You should know that the OS’s “de-allocation detector” is very coarse-grained. Because of the way the CPU design works, it can only flag 4000-byte regions as “allocated” or “unallocated.” And there’s also some time delay involved; the OS has to run some bookkeeping to determine when regions become allocated / unallocated, so regions that become unallocated are only flagged when the OS bookkeeping code runs.

So an incredibly specific sequence of events has to occur to cause this crash:

– You have to be playing in a particular part of a particular level for the helper character to show up
– You and the helper character have to shoot at the same time
– Both shots have to hit the same enemy on the same frame
– The enemy has to have exactly one hit point remaining so the first shot is lethal
– No other enemy data is located in the same 4000-byte region as the dying enemy, making it possible for the OS to enable the “unallocated” flag for the whole 4000-byte region
– The OS’s unallocated-region bookkeeping code happens to run in between processing the first and second shot, causing it to actually flag the region as unallocated so the game crashes

Again, the OS, which is the thing that’s giving you the error message, has no idea about any of this.

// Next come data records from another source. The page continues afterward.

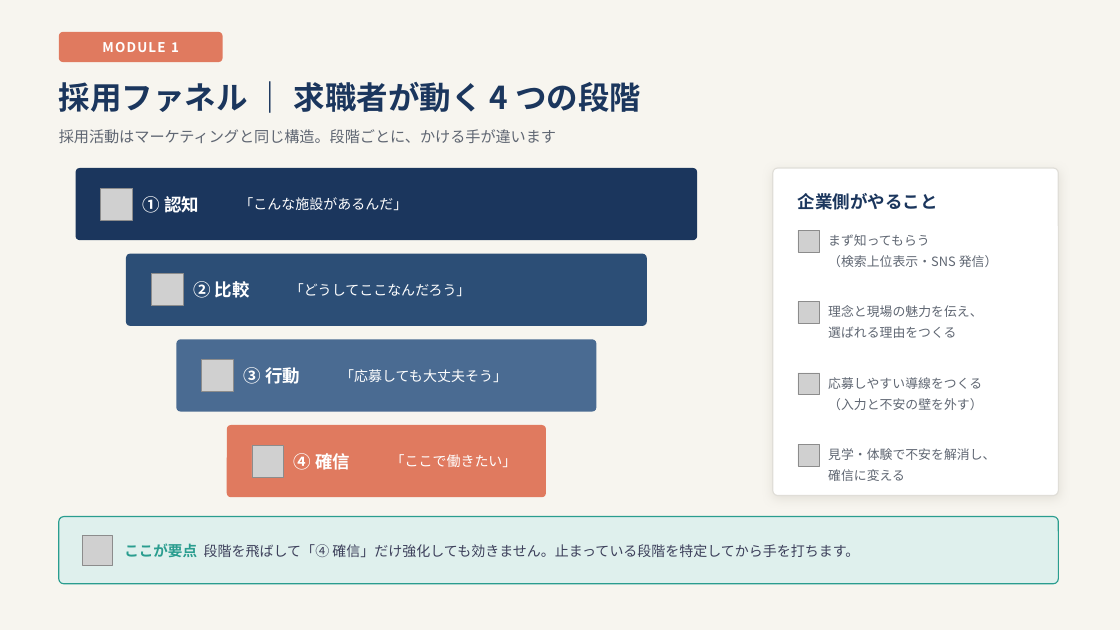
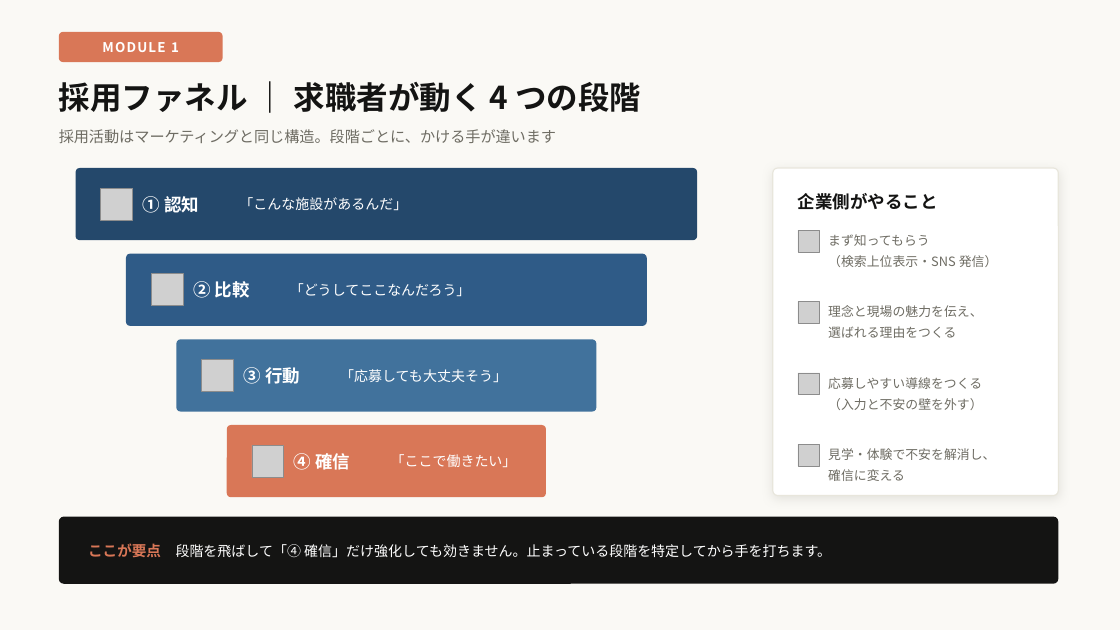
Before and after one commit to gala19690717-bit/-ai-news-mailer, a slide deck: slide 6 of docs/recruitment-webinar/AI採用アドバンス講座_0円採用の設計図.pptx. Drawn at 1120x630 pixels with LibreOffice and Linux fonts; fonts in the diff are those of the drawing; grey boxes stand for pictures. Boxes give left, top, right and bottom in pixels: in the first picture for what was removed or moved away, otherwise in the second. Text is boxed around its words. In the diff, an @@ line names an element or a change of style, - is before the commit and + after.

```diff
--- a/docs/recruitment-webinar/AI採用アドバンス講座_0円採用の設計図.pptx
+++ b/docs/recruitment-webinar/AI採用アドバンス講座_0円採用の設計図.pptx
@@ background #F7F5EF to #FAF9F5 @@
@@ text "採用ファネル ｜ 求職者が動く 4 つの段階" at (59, 82, 641, 112): text colour #1B365D to #141413 @@
@@ rounded rectangle at (76, 168, 697, 240): fill #1B365D to #24486B @@
@@ rounded rectangle at (773, 168, 1059, 496): outline #E0DED8 1 pt to #E8E6DC 1 pt; shadow changed @@
@@ text "企業側がやること" at (798, 193, 938, 210): text colour #1B365D to #141413 @@
@@ rounded rectangle at (126, 254, 647, 326): fill #2C4E76 to #2F5B87 @@
@@ text colour #5F6672 to #6E6C63 in 5 elements at (59, 129, 556, 143), (828, 234, 998, 267), (828, 305, 982, 338), (828, 377, 983, 410), (828, 448, 995, 481) @@
@@ rounded rectangle at (59, 517, 1059, 584): fill #DFF0ED to #141413; outline #2A9D8F 1 pt to none @@
@@ picture removed at (82, 535, 113, 565) @@
@@ text "ここが要点 段階を飛ばして「④ 確信」だけ強化しても効きません。止まっている段階を特定してから手を打ちます。": place and size @@
-text "ここが要点 段階を飛ばして「④ 確信」だけ強化しても効きません。止まっている段階を特定してから手を打ちます。" at (124, 543, 859, 558)
+text "ここが要点 段階を飛ばして「④ 確信」だけ強化しても効きません。止まっている段階を特定してから手を打ちます。" at (88, 543, 831, 558)
@@ text "ここが要点 段階を飛ばして「④ 確信」だけ強化しても効きません。止まっている段階を特定してから手を打ちます。" at (88, 543, 831, 558): text colour #2A9D8F to #D97757 in "ここが要点"; text colour #3D405B to #FFFFFF @@
```
Also in this commit, not shown: 17 other slides changed, 1 slide added, 2 other files.

It doesn’t know that the memory is used to store enemy hit point data, or anything about the sequence of events that caused the program de-allocate that memory. Heck, the OS doesn’t even know your program is a game. All the OS knows is that the program attempted to access memory address 93441720, which was not properly allocated at the time of the access attempt.

Instead of having the OS terminate the program, the developer could write their own code to check for invalid memory access. But the developer can’t make much better error messages.

You see, in order to write the error message and the code to trigger it, the developer would have had to realize it’s possible for damage to be applied to an enemy whose hit point memory has been de-allocated.

But of course, if the developer had this knowledge, they wouldn’t write the detailed error message! Instead they’d simply fix the bug, and you’d never see the crash, because the developer fixed it before you got the game.